Regioselective photocycloaddition for light-stabilised dynamic materials design

Abstract

The exact molecular network connectivity in dynamic polymer networks greatly impacts material properties and reprocessing conditions. While endo/exo stereoisomer effects of thermoreversible cycloaddition reactions (e.g. furan/maleimide) are well known to influence the overall decrosslinking kinetics of dynamic polymer networks, the impact of regioisomerism is often overlooked. Herein, we highlight the importance of interchanging regioisomer fractions in light-stabilised dynamic materials (LSDMs). Specifically, the photo-driven [4 + 2] cycloaddition of substituted naphthalenes with triazolinediones (TADs) is demonstrated to continuously equilibrate under green light, resulting in an enrichment in one of two regioisomers and effectively changing the overall cycloreversion kinetics.

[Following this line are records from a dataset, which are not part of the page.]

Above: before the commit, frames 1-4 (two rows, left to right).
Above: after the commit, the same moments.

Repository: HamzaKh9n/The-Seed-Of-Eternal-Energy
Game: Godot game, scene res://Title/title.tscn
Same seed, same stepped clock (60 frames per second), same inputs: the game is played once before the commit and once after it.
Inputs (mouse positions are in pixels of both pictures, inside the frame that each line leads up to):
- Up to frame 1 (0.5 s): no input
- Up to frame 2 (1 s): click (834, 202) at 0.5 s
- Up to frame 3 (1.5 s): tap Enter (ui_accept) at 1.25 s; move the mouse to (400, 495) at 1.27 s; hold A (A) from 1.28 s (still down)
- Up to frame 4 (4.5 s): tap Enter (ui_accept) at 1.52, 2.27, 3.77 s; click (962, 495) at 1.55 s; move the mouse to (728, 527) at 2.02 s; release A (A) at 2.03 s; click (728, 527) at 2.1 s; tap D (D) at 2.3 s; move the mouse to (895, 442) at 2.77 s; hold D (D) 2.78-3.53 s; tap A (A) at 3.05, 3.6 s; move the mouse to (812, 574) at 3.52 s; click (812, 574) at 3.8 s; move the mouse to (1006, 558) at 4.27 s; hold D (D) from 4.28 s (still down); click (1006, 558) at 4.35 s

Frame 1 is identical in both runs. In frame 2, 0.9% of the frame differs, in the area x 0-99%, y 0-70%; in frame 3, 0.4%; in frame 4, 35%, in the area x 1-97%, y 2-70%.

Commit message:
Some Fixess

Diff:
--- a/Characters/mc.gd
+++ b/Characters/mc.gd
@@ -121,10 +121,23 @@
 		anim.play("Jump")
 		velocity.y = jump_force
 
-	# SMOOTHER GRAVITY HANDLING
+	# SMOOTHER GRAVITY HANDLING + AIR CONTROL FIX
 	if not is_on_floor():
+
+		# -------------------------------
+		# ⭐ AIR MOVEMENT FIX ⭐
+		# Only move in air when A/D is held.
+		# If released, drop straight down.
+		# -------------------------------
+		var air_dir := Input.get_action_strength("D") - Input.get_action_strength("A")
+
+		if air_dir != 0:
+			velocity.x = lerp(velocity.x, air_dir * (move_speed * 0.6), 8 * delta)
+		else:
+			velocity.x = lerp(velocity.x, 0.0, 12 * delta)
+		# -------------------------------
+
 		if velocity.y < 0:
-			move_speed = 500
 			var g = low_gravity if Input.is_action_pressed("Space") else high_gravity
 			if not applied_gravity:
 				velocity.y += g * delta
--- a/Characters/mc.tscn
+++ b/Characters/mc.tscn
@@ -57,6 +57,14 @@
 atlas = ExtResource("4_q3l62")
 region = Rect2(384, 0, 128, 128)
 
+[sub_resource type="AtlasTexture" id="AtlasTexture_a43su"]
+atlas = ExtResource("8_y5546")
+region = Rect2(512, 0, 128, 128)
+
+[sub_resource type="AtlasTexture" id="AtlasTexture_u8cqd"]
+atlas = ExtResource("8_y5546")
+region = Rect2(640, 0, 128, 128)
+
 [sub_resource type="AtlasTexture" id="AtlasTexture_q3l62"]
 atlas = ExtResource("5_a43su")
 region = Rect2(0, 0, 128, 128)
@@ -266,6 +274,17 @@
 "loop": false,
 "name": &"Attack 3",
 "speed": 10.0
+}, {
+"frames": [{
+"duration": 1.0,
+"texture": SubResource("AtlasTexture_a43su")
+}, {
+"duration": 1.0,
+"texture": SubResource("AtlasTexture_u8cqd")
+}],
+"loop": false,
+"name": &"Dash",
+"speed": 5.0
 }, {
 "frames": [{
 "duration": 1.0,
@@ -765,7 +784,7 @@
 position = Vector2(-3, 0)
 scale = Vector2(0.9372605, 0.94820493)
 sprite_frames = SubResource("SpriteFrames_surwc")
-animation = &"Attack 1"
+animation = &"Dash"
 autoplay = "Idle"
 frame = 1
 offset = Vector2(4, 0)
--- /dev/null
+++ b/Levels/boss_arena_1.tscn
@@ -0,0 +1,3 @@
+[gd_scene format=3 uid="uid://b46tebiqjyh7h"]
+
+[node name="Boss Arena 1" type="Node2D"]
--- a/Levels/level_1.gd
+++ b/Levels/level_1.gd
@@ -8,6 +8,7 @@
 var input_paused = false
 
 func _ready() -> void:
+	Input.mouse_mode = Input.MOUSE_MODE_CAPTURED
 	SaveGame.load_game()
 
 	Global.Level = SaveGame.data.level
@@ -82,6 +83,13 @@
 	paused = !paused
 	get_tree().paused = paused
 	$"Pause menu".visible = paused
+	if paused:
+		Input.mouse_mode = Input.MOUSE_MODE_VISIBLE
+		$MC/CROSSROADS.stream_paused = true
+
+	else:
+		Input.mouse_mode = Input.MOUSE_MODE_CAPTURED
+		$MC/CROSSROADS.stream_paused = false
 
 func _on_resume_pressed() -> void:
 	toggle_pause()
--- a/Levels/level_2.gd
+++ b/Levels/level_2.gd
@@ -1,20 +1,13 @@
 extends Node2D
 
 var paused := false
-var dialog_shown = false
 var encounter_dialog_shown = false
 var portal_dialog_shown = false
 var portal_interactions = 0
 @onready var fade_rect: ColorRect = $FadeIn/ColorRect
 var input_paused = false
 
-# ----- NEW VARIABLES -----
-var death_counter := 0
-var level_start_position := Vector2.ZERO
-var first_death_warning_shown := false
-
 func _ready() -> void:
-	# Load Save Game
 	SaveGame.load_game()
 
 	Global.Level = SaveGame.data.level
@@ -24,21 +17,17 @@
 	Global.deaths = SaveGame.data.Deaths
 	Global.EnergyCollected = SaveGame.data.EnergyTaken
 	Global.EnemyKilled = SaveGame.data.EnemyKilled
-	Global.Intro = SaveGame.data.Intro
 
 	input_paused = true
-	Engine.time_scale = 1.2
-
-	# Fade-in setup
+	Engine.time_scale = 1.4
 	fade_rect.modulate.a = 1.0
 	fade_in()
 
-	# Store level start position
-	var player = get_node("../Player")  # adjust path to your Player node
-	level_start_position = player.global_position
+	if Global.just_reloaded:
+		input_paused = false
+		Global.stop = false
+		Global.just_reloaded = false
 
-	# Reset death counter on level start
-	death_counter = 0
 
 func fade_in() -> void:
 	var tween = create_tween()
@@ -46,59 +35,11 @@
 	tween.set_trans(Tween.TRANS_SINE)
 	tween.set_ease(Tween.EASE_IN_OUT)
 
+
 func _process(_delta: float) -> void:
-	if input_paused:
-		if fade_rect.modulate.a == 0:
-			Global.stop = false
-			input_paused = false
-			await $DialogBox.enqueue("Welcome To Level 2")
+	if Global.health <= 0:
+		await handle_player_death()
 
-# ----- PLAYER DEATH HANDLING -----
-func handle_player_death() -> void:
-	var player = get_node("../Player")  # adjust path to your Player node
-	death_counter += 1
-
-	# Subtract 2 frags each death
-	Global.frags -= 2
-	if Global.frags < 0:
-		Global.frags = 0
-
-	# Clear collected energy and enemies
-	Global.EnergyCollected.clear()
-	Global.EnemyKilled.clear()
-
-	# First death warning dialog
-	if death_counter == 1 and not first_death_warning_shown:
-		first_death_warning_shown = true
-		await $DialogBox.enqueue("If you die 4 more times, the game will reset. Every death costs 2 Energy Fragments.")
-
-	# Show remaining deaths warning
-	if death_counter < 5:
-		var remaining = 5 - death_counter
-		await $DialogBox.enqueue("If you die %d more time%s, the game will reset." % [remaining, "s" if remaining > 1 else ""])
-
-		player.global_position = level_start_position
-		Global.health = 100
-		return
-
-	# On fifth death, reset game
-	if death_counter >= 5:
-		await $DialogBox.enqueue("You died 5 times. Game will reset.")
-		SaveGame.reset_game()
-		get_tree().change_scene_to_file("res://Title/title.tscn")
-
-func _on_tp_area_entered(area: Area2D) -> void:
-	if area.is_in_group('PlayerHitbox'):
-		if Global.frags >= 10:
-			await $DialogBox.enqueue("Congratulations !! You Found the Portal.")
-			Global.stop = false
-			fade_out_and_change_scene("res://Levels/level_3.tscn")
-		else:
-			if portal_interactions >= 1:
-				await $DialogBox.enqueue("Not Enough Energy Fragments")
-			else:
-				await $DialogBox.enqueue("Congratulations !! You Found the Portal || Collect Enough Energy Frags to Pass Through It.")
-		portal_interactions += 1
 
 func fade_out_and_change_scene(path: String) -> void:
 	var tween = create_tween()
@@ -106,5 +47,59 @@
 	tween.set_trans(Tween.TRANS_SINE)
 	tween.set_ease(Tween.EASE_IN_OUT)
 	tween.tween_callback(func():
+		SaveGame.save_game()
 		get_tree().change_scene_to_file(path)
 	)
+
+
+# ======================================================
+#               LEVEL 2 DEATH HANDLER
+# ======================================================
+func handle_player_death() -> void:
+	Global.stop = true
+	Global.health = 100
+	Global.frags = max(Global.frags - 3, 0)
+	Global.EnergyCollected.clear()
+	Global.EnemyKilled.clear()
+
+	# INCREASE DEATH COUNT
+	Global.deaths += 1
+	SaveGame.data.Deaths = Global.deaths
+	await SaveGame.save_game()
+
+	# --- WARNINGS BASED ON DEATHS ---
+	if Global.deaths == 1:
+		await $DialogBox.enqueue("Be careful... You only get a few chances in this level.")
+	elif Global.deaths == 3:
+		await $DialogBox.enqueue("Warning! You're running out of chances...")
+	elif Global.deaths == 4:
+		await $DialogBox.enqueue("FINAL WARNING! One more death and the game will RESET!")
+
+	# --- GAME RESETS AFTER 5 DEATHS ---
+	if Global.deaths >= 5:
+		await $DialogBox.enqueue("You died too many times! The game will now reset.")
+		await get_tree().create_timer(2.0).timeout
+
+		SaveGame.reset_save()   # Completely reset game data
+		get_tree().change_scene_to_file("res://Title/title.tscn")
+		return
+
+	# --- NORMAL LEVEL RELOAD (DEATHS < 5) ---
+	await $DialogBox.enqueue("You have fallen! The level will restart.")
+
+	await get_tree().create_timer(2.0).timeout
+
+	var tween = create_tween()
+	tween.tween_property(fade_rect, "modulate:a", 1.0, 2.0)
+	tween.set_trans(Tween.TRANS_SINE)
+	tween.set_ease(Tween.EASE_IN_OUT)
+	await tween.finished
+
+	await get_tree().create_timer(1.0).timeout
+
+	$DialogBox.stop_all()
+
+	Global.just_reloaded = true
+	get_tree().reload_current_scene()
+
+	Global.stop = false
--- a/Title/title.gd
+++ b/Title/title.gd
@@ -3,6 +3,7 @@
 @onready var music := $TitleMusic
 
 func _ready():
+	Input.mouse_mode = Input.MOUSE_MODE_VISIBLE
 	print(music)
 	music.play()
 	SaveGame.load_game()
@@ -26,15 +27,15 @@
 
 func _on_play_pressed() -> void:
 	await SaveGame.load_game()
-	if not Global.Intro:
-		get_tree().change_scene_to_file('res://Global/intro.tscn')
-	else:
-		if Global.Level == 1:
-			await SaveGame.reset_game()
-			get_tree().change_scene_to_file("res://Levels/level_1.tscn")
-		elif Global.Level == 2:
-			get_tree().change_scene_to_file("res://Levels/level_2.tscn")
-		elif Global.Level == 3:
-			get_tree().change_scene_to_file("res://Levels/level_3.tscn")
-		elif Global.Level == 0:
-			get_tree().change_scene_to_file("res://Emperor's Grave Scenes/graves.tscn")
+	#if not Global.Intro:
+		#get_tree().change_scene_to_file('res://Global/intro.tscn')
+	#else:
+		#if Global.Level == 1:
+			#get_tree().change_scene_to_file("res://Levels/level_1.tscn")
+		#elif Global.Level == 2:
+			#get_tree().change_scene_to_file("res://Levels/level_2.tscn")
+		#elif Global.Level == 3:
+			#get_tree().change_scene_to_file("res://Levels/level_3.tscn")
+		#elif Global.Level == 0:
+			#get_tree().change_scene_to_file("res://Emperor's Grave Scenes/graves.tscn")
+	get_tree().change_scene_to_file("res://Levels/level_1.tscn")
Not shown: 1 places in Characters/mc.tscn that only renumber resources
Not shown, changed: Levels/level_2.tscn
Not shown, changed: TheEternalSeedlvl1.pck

To bypass implications of this chemically inhomogeneous nature of the crosslinks when embedded in a macromolecular gel, a library of naphthalene reaction partners is screened to develop a completely regioselective TAD/naphthalene system. Additionally, naphthalene substitution allowed for a fine control over the cycloreversion kinetics with debonding half-life times ranging from 9 to 260 h at ambient temperature. In particular, 2,3-naphthalimides were found to yield both complete regioselectivity and fast dissociation kinetics, making it an interesting scaffold for the design of dynamic covalent materials. Consequently, 2,3-naphthalimide-based monomers were prepared and copolymerised with methyl methacrylate, methyl acrylate and N-isopropyl acrylamide. The copolymers were successfully photo-crosslinked with green light (λ = 515–525 nm) using a bis-triazolinedione compound to obtain organogels that spontaneously collapsed in the dark, which offers new opportunities to further advance the development and applications of light-stabilised dynamic materials.